# Considering control system options for first layout



## RCJunction (Feb 7, 2016)

First, my apologies if you've seen my posts on this matter on other MRR forums. If you have, feel free to ignore it here. I'm just trying to get plenty of input.

As I don't have any existing investment in any system, my options are wide open. On the one hand, DCC is a well-established system with tons of different equipment and modules available. I've been looking into the Roco Z21 system, and it seems to address most of my concerns with DCC...most.

The fact of the matter is that DCC is long in the tooth - nearly a quarter century, which, let's face it, is ancient for any digital system. It does seem that the industry has done well with it over the years, but I wonder if it's been pushed about as far as it can go. I'm an enterprise computer systems analyst and programmer, and I can tell you that there is just no excuse for a user having to deal with things like functions and CV codes in this day and age. Better methods of device communication and interfacing became mainstream over a decade ago. For all I know the NMRA is about ready to ratify a new and expanded "DCC 2.0" specification. I've done some searching, but I haven't found anything to indicate such. It sure is due for one, though.
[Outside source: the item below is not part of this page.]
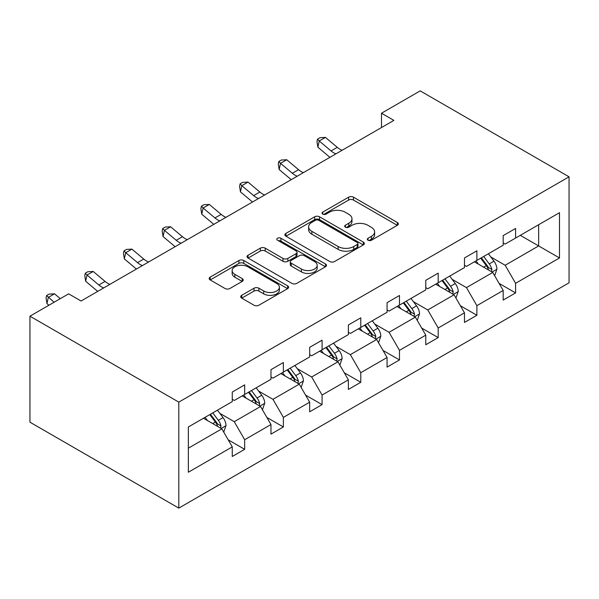 <?xml version="1.0" encoding="UTF-8"?>
<svg xmlns="http://www.w3.org/2000/svg" width="599" height="599" viewBox="0 0 599 599"><rect width="100%" height="100%" fill="white"/><g stroke="black" fill="none" stroke-linecap="round" stroke-linejoin="round"><path stroke-width="0.9" d="M368.041 240.244A2.411 1.393 0 0 0 371.455 240.244L397.324 225.306A3.444 1.992 0 0 0 398.335 223.899A3.444 1.992 0 0 0 397.324 222.491L353.492 197.183A3.444 1.992 0 0 0 348.625 197.183L322.749 212.121A2.411 1.393 0 0 0 322.045 213.109A2.411 1.393 0 0 0 322.749 214.09A2.411 1.393 0 0 0 326.156 214.09L329.502 212.158A11.022 6.364 0 0 1 345.091 212.158L348.745 214.27A11.022 6.364 0 0 1 351.972 218.77A11.022 6.364 0 0 1 348.745 223.262L345.398 225.202A2.411 1.393 0 0 0 344.687 226.182A2.411 1.393 0 0 0 345.398 227.163A2.411 1.393 0 0 0 348.805 227.163L352.152 225.231A11.022 6.364 0 0 1 367.741 225.231L371.387 227.343A11.022 6.364 0 0 1 374.622 231.843A11.022 6.364 0 0 1 371.387 236.343L368.041 238.275A2.411 1.393 0 0 0 367.337 239.256A2.411 1.393 0 0 0 368.041 240.244L368.041 238.275M241.719 295.322A3.444 1.992 0 0 0 240.708 296.722A3.444 1.992 0 0 0 241.719 298.13L254.013 305.228A3.444 1.992 0 0 0 258.888 305.228L287.625 288.643A3.444 1.992 0 0 0 288.628 287.235A3.444 1.992 0 0 0 287.625 285.828L243.786 260.52A3.444 1.992 0 0 0 238.919 260.52L210.182 277.112A3.444 1.992 0 0 0 209.171 278.52A3.444 1.992 0 0 0 210.182 279.928L225.037 288.501A3.444 1.992 0 0 0 229.911 288.501L242.206 281.403A3.444 1.992 0 0 0 243.216 279.995A3.444 1.992 0 0 0 242.206 278.587L234.838 274.335A9.21 5.316 0 0 1 232.142 270.576A9.21 5.316 0 0 1 237.825 265.664A9.21 5.316 0 0 1 247.866 266.817L276.723 283.477A9.21 5.316 0 0 1 279.419 287.235A9.21 5.316 0 0 1 273.736 292.147A9.21 5.316 0 0 1 263.695 290.994L258.888 288.216A3.444 1.992 0 0 0 254.013 288.216L241.719 295.322L241.719 298.13M569.05 176.817L420.199 90.883L381.496 113.226L393.895 120.384L81.06 301.005L68.653 293.839L29.95 316.19L178.802 402.124L569.05 176.817L569.05 282.81L178.802 508.117L178.802 402.124M329.75 261.508A3.444 1.992 0 0 0 334.616 261.508L363.353 244.916A3.444 1.992 0 0 0 364.364 243.508A3.444 1.992 0 0 0 363.353 242.108L319.522 216.801A3.444 1.992 0 0 0 314.655 216.801L285.918 233.385A3.444 1.992 0 0 0 284.907 234.793A3.444 1.992 0 0 0 285.918 236.201L329.75 261.508M278.475 240.761A2.411 1.393 0 0 1 280.924 241.105L280.924 238.237L325.489 263.964A3.444 1.992 0 0 1 326.5 265.372A3.444 1.992 0 0 1 325.489 266.78L296.752 283.372A3.444 1.992 0 0 1 291.885 283.372L248.046 258.064L248.046 255.249A3.444 1.992 0 0 0 247.043 256.657A3.444 1.992 0 0 0 248.046 258.064M248.046 255.249L260.348 248.151A3.444 1.992 0 0 1 265.215 248.151L282.998 258.416A3.444 1.992 0 0 0 287.864 258.416L296.026 253.706A3.444 1.992 0 0 0 297.029 252.299A3.444 1.992 0 0 0 296.026 250.891L277.517 240.206A2.411 1.393 0 0 1 276.805 239.226A2.411 1.393 0 0 1 278.295 237.938A2.411 1.393 0 0 1 280.924 238.237M188.356 426.975L232.27 401.622L232.27 392.031L244.669 384.865L244.669 394.464L270.973 379.279L270.973 369.68L283.372 362.522L283.372 372.121L309.668 356.937L309.668 347.338L322.075 340.18L322.075 349.771L348.371 334.594L348.371 324.995L360.778 317.837L360.778 327.428L387.074 312.244L387.074 302.652L399.481 295.487L399.481 305.086L425.777 289.901L425.777 280.31L438.183 273.144L438.183 282.743L464.48 267.558L464.48 257.959L476.886 250.801L476.886 260.4L503.182 245.216L503.182 235.617L515.589 228.459L515.589 238.05L559.496 212.697L559.496 257.959L515.589 283.312L515.589 292.911L503.182 300.077L503.182 290.478L476.886 305.662L476.886 315.254L464.48 322.419L464.48 312.82L438.183 328.005L438.183 337.604L425.777 344.762L425.777 335.163L399.481 350.348L399.481 359.947L387.074 367.105L387.074 357.513L360.778 372.69L360.778 382.289L348.371 389.455L348.371 379.856L322.075 395.041L322.075 404.632L309.668 411.798L309.668 402.199L283.372 417.383L283.372 426.975L270.973 434.14L270.973 424.541L244.669 439.726L244.669 449.325L232.27 456.483L232.27 446.884L188.356 472.237L188.356 426.975M242.191 395.894L260.55 406.496L234.254 421.681L219.893 413.385M234.254 421.681L244.669 439.726M260.55 406.496L270.973 424.541M232.27 399.331L234.254 400.476L244.669 394.464M280.894 373.551L299.253 384.154L272.957 399.331L258.596 391.042M272.957 399.331L283.372 417.383M299.253 384.154L309.668 402.199M270.973 376.988L272.957 378.134L283.372 372.121M319.596 351.209L337.956 361.803L311.66 376.988L297.299 368.699M311.66 376.988L322.075 395.041M337.956 361.803L348.371 379.856M309.668 354.645L311.66 355.791L322.075 349.771M358.299 328.866L376.659 339.461L350.355 354.645L336.002 346.357M350.355 354.645L360.778 372.69M376.659 339.461L387.074 357.513M348.371 332.303L350.355 333.448L360.778 327.428M397.002 306.516L415.362 317.118L389.058 332.303L374.704 324.007M389.058 332.303L399.481 350.348M415.362 317.118L425.777 335.163M387.074 309.953L389.058 311.098L399.481 305.086M435.698 284.173L454.057 294.775L427.761 309.953L413.4 301.664M427.761 309.953L438.183 328.005M454.057 294.775L464.48 312.82M425.777 287.61L427.761 288.755L438.183 282.743M474.401 261.83L492.76 272.433L466.464 287.61L452.103 279.321M466.464 287.61L476.886 305.662M492.76 272.433L503.182 290.478M464.48 265.267L466.464 266.413L476.886 260.4M520.299 235.332L538.658 245.934L505.167 265.267L490.806 256.978M505.167 265.267L515.589 283.312M559.496 257.959L538.658 245.934L538.658 224.73L559.496 212.697M29.95 316.19L29.95 422.183L178.802 508.117M381.496 113.226L381.496 127.55M503.182 242.924L505.167 244.07L515.589 238.05M188.356 448.179L221.847 428.839L203.488 418.244M221.847 428.839L232.27 446.884M499.087 283.387L515.589 292.911M460.384 305.73L476.886 315.254M421.681 328.072L438.183 337.604M382.986 350.422L399.481 359.947M344.283 372.765L360.778 382.289M305.58 395.108L322.075 404.632M266.877 417.451L283.372 426.975M228.174 439.801L244.669 449.325M369.006 240.581L371.387 239.203A11.022 6.364 0 0 0 374.622 234.703L374.622 231.843M351.972 218.77L351.972 221.63A11.022 6.364 0 0 1 348.745 226.13L346.357 227.508M397.279 225.329L353.492 200.051A3.444 1.992 0 0 0 348.625 200.051L323.715 214.435M363.308 244.946L319.522 219.661A3.444 1.992 0 0 0 314.655 219.661L285.963 236.223M357.266 244.497A2.411 1.393 0 0 0 357.97 243.508A2.411 1.393 0 0 0 357.266 242.528L318.788 220.312A2.411 1.393 0 0 0 315.381 220.312L311.854 222.349A11.022 6.364 0 0 0 308.62 226.849A11.022 6.364 0 0 0 311.854 231.349L338.15 246.533A11.022 6.364 0 0 0 353.739 246.533L357.266 244.497L357.266 247.357A2.411 1.393 0 0 0 357.97 246.376L357.97 243.508M308.62 226.849L308.62 229.717A11.022 6.364 0 0 0 311.854 234.216L311.854 231.349M357.266 247.357L353.739 249.401A11.022 6.364 0 0 1 338.15 249.401L311.854 234.216M248.098 258.087L260.348 251.018L260.348 248.151M297.029 252.299L297.029 255.159A3.444 1.992 0 0 1 296.026 256.567L287.864 261.276A3.444 1.992 0 0 1 282.998 261.276L265.215 251.018A3.444 1.992 0 0 0 260.348 251.018M280.924 241.105L325.444 266.802M301.439 269.063A9.21 5.316 0 0 0 311.48 270.216A9.21 5.316 0 0 0 317.171 265.305A9.21 5.316 0 0 0 314.468 261.538L304.299 255.676A3.444 1.992 0 0 0 299.433 255.676L291.271 260.385A3.444 1.992 0 0 0 290.268 261.785A3.444 1.992 0 0 0 291.271 263.193L301.439 269.063L301.439 271.931A9.21 5.316 0 0 0 311.48 273.084A9.21 5.316 0 0 0 317.171 268.165L317.171 265.305M290.268 261.785L290.268 264.653A3.444 1.992 0 0 0 291.271 266.061L291.271 263.193M301.439 271.931L291.271 266.061M279.419 287.235L279.419 290.103A9.21 5.316 0 0 1 273.736 295.015A9.21 5.316 0 0 1 263.695 293.862L258.888 291.084A3.444 1.992 0 0 0 254.013 291.084L241.764 298.16M232.142 270.576L232.142 273.444A9.21 5.316 0 0 0 234.838 277.202L234.838 274.335M242.161 281.425L234.838 277.202M287.572 288.666L243.786 263.388A3.444 1.992 0 0 0 238.919 263.388L210.227 279.95M494.647 275.697L496.93 269.108A9.299 5.369 -120 0 0 493.965 261.186L488.395 253.751M478.406 264.137L475.988 260.917M491.39 271.639L491.906 269.505A9.299 5.369 -120 0 0 489.248 263.912L483.678 256.477M481.349 257.817L487.481 266.001A4.74 2.733 60 0 1 488.342 267.439L491.906 269.505M480.705 258.191L486.268 265.627A9.299 5.369 60 0 1 488.589 270.022M335.897 153.876A17.543 10.131 60 0 1 331.052 150.926L319.23 140.982L317.852 147.174L329.675 157.11A26.311 15.192 -120 0 0 329.929 157.32M342.096 150.289A17.543 10.131 60 0 1 337.259 147.339L325.429 137.403L319.23 140.982L317.53 139.125L320.016 137.688L325.429 137.403M317.852 147.174L316.983 141.596L317.53 139.125M455.944 298.04L458.228 291.451A9.299 5.369 -120 0 0 455.262 283.529L449.692 276.094M439.703 286.487L437.285 283.26M452.687 293.982L453.211 291.848A9.299 5.369 -120 0 0 450.545 286.255L444.975 278.82M442.646 280.167L448.778 288.344A4.74 2.733 60 0 1 449.639 289.789L453.211 291.848M442.002 280.534L447.573 287.977A9.299 5.369 60 0 1 449.886 292.364M417.241 320.383L419.525 313.794A9.299 5.369 -120 0 0 416.56 305.879L410.989 298.444M401.001 308.829L398.582 305.602M413.984 316.324L414.508 314.19A9.299 5.369 -120 0 0 411.842 308.597L406.272 301.162M403.943 302.51L410.075 310.694A4.74 2.733 60 0 1 410.936 312.131L414.508 314.19M403.299 302.884L408.87 310.319A9.299 5.369 60 0 1 411.184 314.707M297.194 176.218A17.543 10.131 60 0 1 292.349 173.268L280.527 163.332L279.149 169.517L290.972 179.453A26.311 15.192 -120 0 0 291.226 179.663M303.401 172.639A17.543 10.131 60 0 1 298.557 169.689L286.734 159.746L280.527 163.332L278.834 161.468L281.313 160.038L286.734 159.746M279.149 169.517L278.28 163.939L278.834 161.468M258.491 198.561A17.543 10.131 60 0 1 253.654 195.611L241.824 185.675L240.446 191.86L252.269 201.796A26.311 15.192 -120 0 0 252.523 202.005M264.698 194.982A17.543 10.131 60 0 1 259.854 192.032L248.031 182.089L241.824 185.675L240.132 183.811L242.61 182.381L248.031 182.089M240.446 191.86L239.578 186.289L240.132 183.811M378.538 342.725L380.822 336.136A9.299 5.369 -120 0 0 377.857 328.222L372.286 320.787M362.298 331.172L359.879 327.945M375.281 338.667L375.805 336.533A9.299 5.369 -120 0 0 373.14 330.94L367.569 323.505M365.24 324.853L371.373 333.037A4.74 2.733 60 0 1 372.234 334.474L375.805 336.533M364.596 325.227L370.167 332.662A9.299 5.369 60 0 1 372.481 337.05M219.788 220.904A17.543 10.131 60 0 1 214.951 217.954L203.121 208.018L201.743 214.202L213.573 224.146A26.311 15.192 -120 0 0 213.821 224.355M225.995 217.325A17.543 10.131 60 0 1 221.151 214.375L209.328 204.439L203.121 208.018L201.429 206.153L203.907 204.723L209.328 204.439M201.743 214.202L200.875 208.632L201.429 206.153M339.843 365.076L342.119 358.487A9.299 5.369 -120 0 0 339.154 350.565L333.583 343.13M323.595 353.515L321.176 350.295M336.578 361.017L337.102 358.883A9.299 5.369 -120 0 0 334.437 353.29L328.873 345.855M326.537 347.195L332.67 355.379A4.74 2.733 60 0 1 333.531 356.817L337.102 358.883M325.893 347.57L331.464 355.005A9.299 5.369 60 0 1 333.778 359.4M181.093 243.246A17.543 10.131 60 0 1 176.248 240.296L164.425 230.36L163.048 236.553L174.871 246.488A26.311 15.192 -120 0 0 175.118 246.698M187.292 239.667A17.543 10.131 60 0 1 182.448 236.717L170.625 226.781L164.425 230.36L162.726 228.504L165.204 227.066L170.625 226.781M163.048 236.553L162.172 230.974L162.726 228.504M301.14 387.418L303.416 380.829A9.299 5.369 -120 0 0 300.451 372.907L294.88 365.472M284.892 375.858L282.481 372.638M297.883 383.36L298.399 381.226A9.299 5.369 -120 0 0 295.741 375.633L290.171 368.198M287.842 369.538L293.967 377.722A4.74 2.733 60 0 1 294.828 379.16L298.399 381.226M287.191 369.912L292.761 377.348A9.299 5.369 60 0 1 295.075 381.743M142.39 265.597A17.543 10.131 60 0 1 137.545 262.647L125.723 252.703L124.345 258.895L136.168 268.831A26.311 15.192 -120 0 0 136.415 269.041M148.589 262.01A17.543 10.131 60 0 1 143.745 259.06L131.922 249.124L125.723 252.703L124.023 250.846L126.501 249.416L131.922 249.124M124.345 258.895L123.469 253.317L124.023 250.846M262.437 409.761L264.713 403.172A9.299 5.369 -120 0 0 261.748 395.258L256.177 387.823M246.189 398.208L243.778 394.981M259.18 405.703L259.696 403.569A9.299 5.369 -120 0 0 257.038 397.976L251.468 390.541M249.139 391.888L255.264 400.072A4.74 2.733 60 0 1 256.125 401.51L259.696 403.569M248.488 392.263L254.058 399.698A9.299 5.369 60 0 1 256.372 404.085M103.687 287.939A17.543 10.131 60 0 1 98.842 284.989L87.02 275.053L85.642 281.238L97.465 291.174A26.311 15.192 -120 0 0 97.712 291.384M109.887 284.36A17.543 10.131 60 0 1 105.042 281.41L93.219 271.467L87.02 275.053L85.32 273.189L87.798 271.759L93.219 271.467M85.642 281.238L84.766 275.667L85.32 273.189M223.734 432.104L226.018 425.515A9.299 5.369 -120 0 0 223.045 417.6L217.474 410.165M207.486 420.55L205.075 417.323M220.477 428.045L220.994 425.911A9.299 5.369 -120 0 0 218.336 420.318L212.765 412.883M210.436 414.231L216.568 422.415A4.74 2.733 60 0 1 217.422 423.852L220.994 425.911M209.785 414.605L215.355 422.04A9.299 5.369 60 0 1 217.677 426.428M60.289 298.669L54.516 293.817L48.317 297.396L46.939 303.581L48.908 305.243M54.09 302.248L46.617 295.532L49.103 294.102L54.516 293.817M46.939 303.581L46.071 298.01L46.617 295.532M371.387 239.203L371.387 236.343M345.398 227.163L345.398 225.202M348.745 226.13L348.745 223.262M322.749 214.09L322.749 212.121M348.625 200.051L348.625 197.183M353.492 200.051L353.492 197.183M397.324 225.306L397.324 222.491M285.918 236.201L285.918 233.385M314.655 219.661L314.655 216.801M319.522 219.661L319.522 216.801M363.353 244.916L363.353 242.108M338.15 249.401L338.15 246.533M353.739 249.401L353.739 246.533M265.215 251.018L265.215 248.151M282.998 261.276L282.998 258.416M287.864 261.276L287.864 258.416M296.026 256.567L296.026 253.706M325.489 266.78L325.489 263.964M254.013 291.084L254.013 288.216M258.888 291.084L258.888 288.216M263.695 293.862L263.695 290.994M242.206 281.403L242.206 278.587M210.182 279.928L210.182 277.112M238.919 263.388L238.919 260.52M243.786 263.388L243.786 260.52M287.625 288.643L287.625 285.828M492.093 272.043L496.871 269.288M489.248 263.912L493.965 261.186M483.625 267.154L486.268 265.627M331.052 150.926L337.259 147.339M453.391 294.386L458.168 291.631M450.545 286.255L455.262 283.529M444.922 289.497L447.573 287.977M414.688 316.729L419.465 313.973M411.842 308.597L416.56 305.879M406.227 311.847L408.87 310.319M292.349 173.268L298.557 169.689M253.654 195.611L259.854 192.032M375.985 339.079L380.762 336.316M373.14 330.94L377.857 328.222M367.524 334.19L370.167 332.662M214.951 217.954L221.151 214.375M337.282 361.422L342.059 358.666M334.437 353.29L339.154 350.565M328.821 356.532L331.464 355.005M176.248 240.296L182.448 236.717M298.579 383.764L303.356 381.009M295.741 375.633L300.451 372.907M290.118 378.875L292.761 377.348M137.545 262.647L143.745 259.06M259.884 406.107L264.653 403.352M257.038 397.976L261.748 395.258M251.415 401.225L254.058 399.698M98.842 284.989L105.042 281.41M221.181 428.45L225.95 425.694M218.336 420.318L223.045 417.6M212.712 423.568L215.355 422.04"/></g></svg>

One of the more recent and significant innovations in command control, at least as it occurs to me, is wireless, bidirectional communication systems, that not only allow the locomotives to communicate back to the command station but also with each other. I am very impressed by what I've seen from the RailPro system. Not only does it appear to be a trivial matter to MU multiple locos (a matter of seconds start to finish, including configuration/calibration of each loco), but it enables them to actually do active and constant load sharing, as the train travels through curves and over grades. Also - and this is more than a little subjective, I'll admit - the graphical interface looks significantly more intuitive than, say, that of a DigiTrax DT402D, or pretty much any other DCC throttle (with the exception of the tablet/smart phone interface of the Z21, which is pretty amazing).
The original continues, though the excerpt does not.